Покойный дедушка был бундовцем, знаменитым человеком, он когда-то жил в Париже. Бабушку за это уважали и часто выгоняли со службы.

Из открытых окон слышалось радио: «Увага, увага, говорыть Кыив…»

Днем улица была пустынна, она оживлялась, когда шли по ней студентки и студенты кожевенного техникума, кричали друг другу через улицу: «Белла, ты сдала? Яшка, приходи готовить марксизм!»

К вечеру возвращались домой рабочие кожзавода, продавцы, монтер из городского радиоцентра Сорока. Бабушка работала в месткоме поликлиники.

Давид в отсутствие бабушки не скучал.

Возле дома, в старом, никому не принадлежавшем фруктовом саду, среди дряхлых, бесплодных яблонь, паслась пожилая коза, бродили меченные краской куры, всплывали по травинкам немые муравьи. Шумно, уверенно вели себя в саду горожане — вороны, воробьи, и, как робкие деревенские дивчины, чувствовали себя залетевшие в сад полевые птицы, чьих имен Давид не знал.

Он услышал много новых слов: глечик… дикт… калюжа… ряженка… ряска… пужало… лядаче… кошеня… В этих словах он узнавал отзвуки и отражения родной ему русской речи. Он услышал еврейскую речь и был поражен, когда мама и бабушка заговорили при нем по-еврейски. Он никогда не слышал, чтобы мать говорила на языке, непонятном ему.

Бабушка привела Давида в гости к своей племяннице, толстой Ревекке Бухман. В комнату, поразившую Давида обилием плетеных белых занавесок, вошел главный бухгалтер Госбанка Эдуард Исаакович Бухман, одетый в гимнастерку и в сапоги.

— Хаим, — сказала Ревекка, — вот наш московский гость, сын Раи, — и тут же прибавила: — Ну, поздоровайся с дядей Эдуардом.

Давид спросил главного бухгалтера:

— Дядя Эдуард, почему тетя Ревекка вас называет Хаим?
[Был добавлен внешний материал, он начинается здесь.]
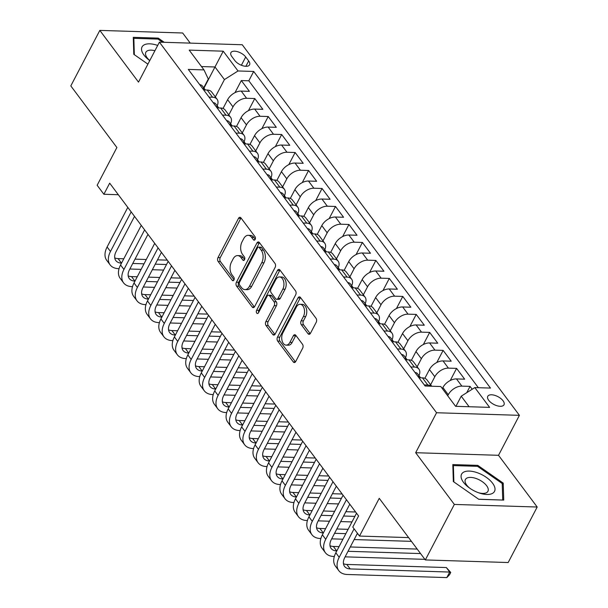 <?xml version="1.0" encoding="UTF-8"?>
<svg xmlns="http://www.w3.org/2000/svg" width="608" height="608" viewBox="0 0 608 608"><rect width="100%" height="100%" fill="white"/><g stroke="black" fill="none" stroke-linecap="round" stroke-linejoin="round"><path stroke-width="0.91" d="M255.132 239.453A1.961 1.224 -88.2 0 0 255.003 236.694L240.973 217.93A2.804 1.74 -88.2 0 0 239.917 217.307A2.804 1.74 -88.2 0 0 238.511 218.348L217.998 257.579A2.804 1.74 -88.2 0 0 218.181 261.524L232.21 280.28A1.961 1.224 -88.2 0 0 232.948 280.721A1.961 1.224 -88.2 0 0 233.936 279.992A1.961 1.224 -88.2 0 0 233.806 277.233L231.99 274.801A8.976 5.578 -88.2 0 1 231.412 262.177L233.122 258.909A8.976 5.578 -88.2 0 1 237.629 255.588A8.976 5.578 -88.2 0 1 240.996 257.587L242.812 260.011A1.961 1.224 -88.2 0 0 243.55 260.452A1.961 1.224 -88.2 0 0 244.53 259.722A1.961 1.224 -88.2 0 0 244.408 256.964L242.592 254.532A8.976 5.578 -88.2 0 1 242.007 241.908L243.717 238.64A8.976 5.578 -88.2 0 1 248.224 235.319A8.976 5.578 -88.2 0 1 251.59 237.318L253.407 239.742A1.961 1.224 -88.2 0 0 254.144 240.183A1.961 1.224 -88.2 0 0 255.132 239.453M503.044 400.763A9.15 4.4 27.6 0 0 494.654 395.314A9.15 4.4 27.6 0 0 487.776 396.302A9.15 4.4 27.6 0 0 488.718 400.315A9.15 4.4 27.6 0 0 497.108 405.772A9.15 4.4 27.6 0 0 503.986 404.784A9.15 4.4 27.6 0 0 503.044 400.763M308.013 333.686A2.804 1.74 -88.2 0 0 309.069 334.309A2.804 1.74 -88.2 0 0 310.475 333.268L316.228 322.263A2.804 1.74 -88.2 0 0 316.046 318.318L300.466 297.479A2.804 1.74 -88.2 0 0 299.41 296.856A2.804 1.74 -88.2 0 0 298.004 297.897L277.499 337.128A2.804 1.74 -88.2 0 0 277.674 341.073L293.261 361.904A2.804 1.74 -88.2 0 0 294.31 362.535A2.804 1.74 -88.2 0 0 295.724 361.494L302.67 348.202A2.804 1.74 -88.2 0 0 302.488 344.25L295.822 335.335A2.804 1.74 -88.2 0 0 294.766 334.712A2.804 1.74 -88.2 0 0 293.36 335.753L289.91 342.342A7.509 4.659 -88.2 0 1 286.148 345.124A7.509 4.659 -88.2 0 1 282.089 340.784A7.509 4.659 -88.2 0 1 282.849 332.895L296.347 307.07A7.509 4.659 -88.2 0 1 300.116 304.289A7.509 4.659 -88.2 0 1 304.175 308.628A7.509 4.659 -88.2 0 1 303.415 316.517L301.165 320.819A2.804 1.74 -88.2 0 0 301.348 324.763L308.013 333.686L310.156 333.746M190.243 43.122L182.674 32.992L99.826 30.4L70.809 85.91L116.888 147.524L97.151 185.273L103.884 194.264L109.683 183.16L358.591 515.972L352.784 527.075L359.51 536.066L408.629 537.609M454.343 504.427L537.191 507.019L498.514 455.301L415.667 452.709L454.343 504.427L425.326 559.938L379.248 498.324L359.51 536.066M415.667 452.709L436.559 412.741L159.402 42.15L242.25 44.749L519.407 415.332L436.559 412.741M99.826 30.4L138.51 82.118L159.402 42.15M275.158 267.345A2.804 1.74 -88.2 0 0 274.976 263.401L259.396 242.562A2.804 1.74 -88.2 0 0 258.339 241.938A2.804 1.74 -88.2 0 0 256.933 242.98L236.421 282.211A2.804 1.74 -88.2 0 0 236.603 286.155L252.191 306.987A2.804 1.74 -88.2 0 0 253.24 307.618A2.804 1.74 -88.2 0 0 254.646 306.576L275.158 267.345M279.931 270.02L295.511 290.86A2.804 1.74 -88.2 0 1 295.693 294.804L275.181 334.035A2.804 1.74 -88.2 0 1 273.775 335.076A2.804 1.74 -88.2 0 1 272.726 334.446L266.053 325.531A2.804 1.74 -88.2 0 1 265.871 321.586L274.193 305.68A2.804 1.74 -88.2 0 0 274.01 301.728L269.587 295.815A2.804 1.74 -88.2 0 0 268.531 295.192A2.804 1.74 -88.2 0 0 267.125 296.225L258.468 312.793A1.961 1.224 -88.2 0 1 257.48 313.523A1.961 1.224 -88.2 0 1 256.416 312.383A1.961 1.224 -88.2 0 1 256.614 310.323L277.468 270.438A2.804 1.74 -88.2 0 1 278.874 269.397A2.804 1.74 -88.2 0 1 279.931 270.02M537.191 507.019L508.174 562.529L425.326 559.938M472.196 389.249L470.045 386.376L466.739 392.692M447.716 395.785L448.271 394.721A11.43 7.068 -36.8 0 1 461.867 386.118L456.486 378.921L464.664 379.179L456.593 368.38L450.262 380.494M430.616 384.765L434.819 376.732A11.43 7.068 -36.8 0 1 448.415 368.129L443.034 360.932L451.204 361.19L443.133 350.39L436.802 362.505M417.164 366.776L421.359 358.735A11.43 7.068 -36.8 0 1 434.963 350.14L429.582 342.942L437.752 343.201L429.681 332.401L423.35 344.516M403.704 348.787L407.907 340.746A11.43 7.068 -36.8 0 1 421.511 332.15L416.123 324.953L424.3 325.212L416.229 314.412L409.898 326.526M390.252 330.798L394.455 322.757A11.43 7.068 -36.8 0 1 408.052 314.161L402.671 306.964L410.848 307.222L402.77 296.423L396.439 308.537M376.8 312.808L381.003 304.768A11.43 7.068 -36.8 0 1 394.6 296.172L389.219 288.975L397.389 289.226L389.318 278.434L382.987 290.54M363.341 294.819L367.544 286.778A11.43 7.068 -36.8 0 1 381.148 278.183L375.767 270.986L383.937 271.236L375.866 260.444L369.535 272.551M349.889 276.83L354.092 268.789A11.43 7.068 -36.8 0 1 367.688 260.186L362.307 252.996L370.485 253.247L362.406 242.455L356.083 254.562M336.437 258.841L340.64 250.8A11.43 7.068 -36.8 0 1 354.236 242.197L348.855 235.007L357.025 235.258L348.954 224.466L342.623 236.573M322.985 240.852L327.18 232.811A11.43 7.068 -36.8 0 1 340.784 224.208L335.403 217.018L343.573 217.269L335.502 206.477L329.171 218.584M309.525 222.862L313.728 214.822A11.43 7.068 -36.8 0 1 327.332 206.218L321.944 199.029L330.121 199.28L322.05 188.488L315.719 200.594M296.073 204.866L300.276 196.832A11.43 7.068 -36.8 0 1 313.872 188.229L308.492 181.032L316.662 181.29L308.59 170.498L302.26 182.605M282.621 186.876L286.824 178.843A11.43 7.068 -36.8 0 1 300.42 170.24L295.04 163.043L303.21 163.301L295.138 152.509L288.808 164.616M269.162 168.887L273.364 160.854A11.43 7.068 -36.8 0 1 286.968 152.251L281.588 145.054L289.758 145.312L281.686 134.52L275.356 146.627M255.71 150.898L259.912 142.865A11.43 7.068 -36.8 0 1 273.509 134.262L268.128 127.064L276.306 127.323L268.227 116.531L261.896 128.638M242.258 132.909L246.46 124.876A11.43 7.068 -36.8 0 1 260.057 116.272L254.676 109.075L262.846 109.334L254.775 98.542L246.605 98.283A11.43 7.068 143.2 0 0 233.001 106.886L228.798 114.92M248.444 110.648L254.775 98.542M456.486 378.921A11.43 7.068 143.2 0 0 442.89 387.524L442.335 388.588M443.034 360.932A11.43 7.068 143.2 0 0 429.438 369.535L424.848 378.313M429.582 342.942A11.43 7.068 143.2 0 0 415.978 351.546L411.388 360.324M416.123 324.953A11.43 7.068 143.2 0 0 402.526 333.556L397.936 342.334M402.671 306.964A11.43 7.068 143.2 0 0 389.074 315.567L384.484 324.345M389.219 288.975A11.43 7.068 143.2 0 0 375.615 297.57L371.024 306.356M375.767 270.986A11.43 7.068 143.2 0 0 362.163 279.581L357.572 288.367M362.307 252.996A11.43 7.068 143.2 0 0 348.711 261.592L344.12 270.378M348.855 235.007A11.43 7.068 143.2 0 0 335.259 243.603L330.661 252.388M335.403 217.018A11.43 7.068 143.2 0 0 321.799 225.614L317.209 234.399M321.944 199.029A11.43 7.068 143.2 0 0 308.347 207.624L303.757 216.41M308.492 181.032A11.43 7.068 143.2 0 0 294.895 189.635L290.305 198.421M295.04 163.043A11.43 7.068 143.2 0 0 281.436 171.646L276.845 180.432M281.588 145.054A11.43 7.068 143.2 0 0 267.984 153.657L263.393 162.442M268.128 127.064A11.43 7.068 143.2 0 0 254.532 135.668L249.941 144.453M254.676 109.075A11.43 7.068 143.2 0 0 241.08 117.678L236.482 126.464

— О, вот это вопрос, — сказал Эдуард Исаакович. — Разве ты не знаешь, что в Англии все Хаимы — Эдуарды?

Потом заскреблась кошка, и когда, наконец, ей удалось когтями распахнуть дверь, все увидели посреди комнаты девочку с озабоченными глазами, сидевшую на горшке.

В воскресенье Давид пошел с бабушкой на базар. По дороге шли старухи в черных платках и заспанные, угрюмые железнодорожные проводницы, надменные жены районных руководителей с синими и красными сумками, шли деревенские женщины в сапогах-чоботах.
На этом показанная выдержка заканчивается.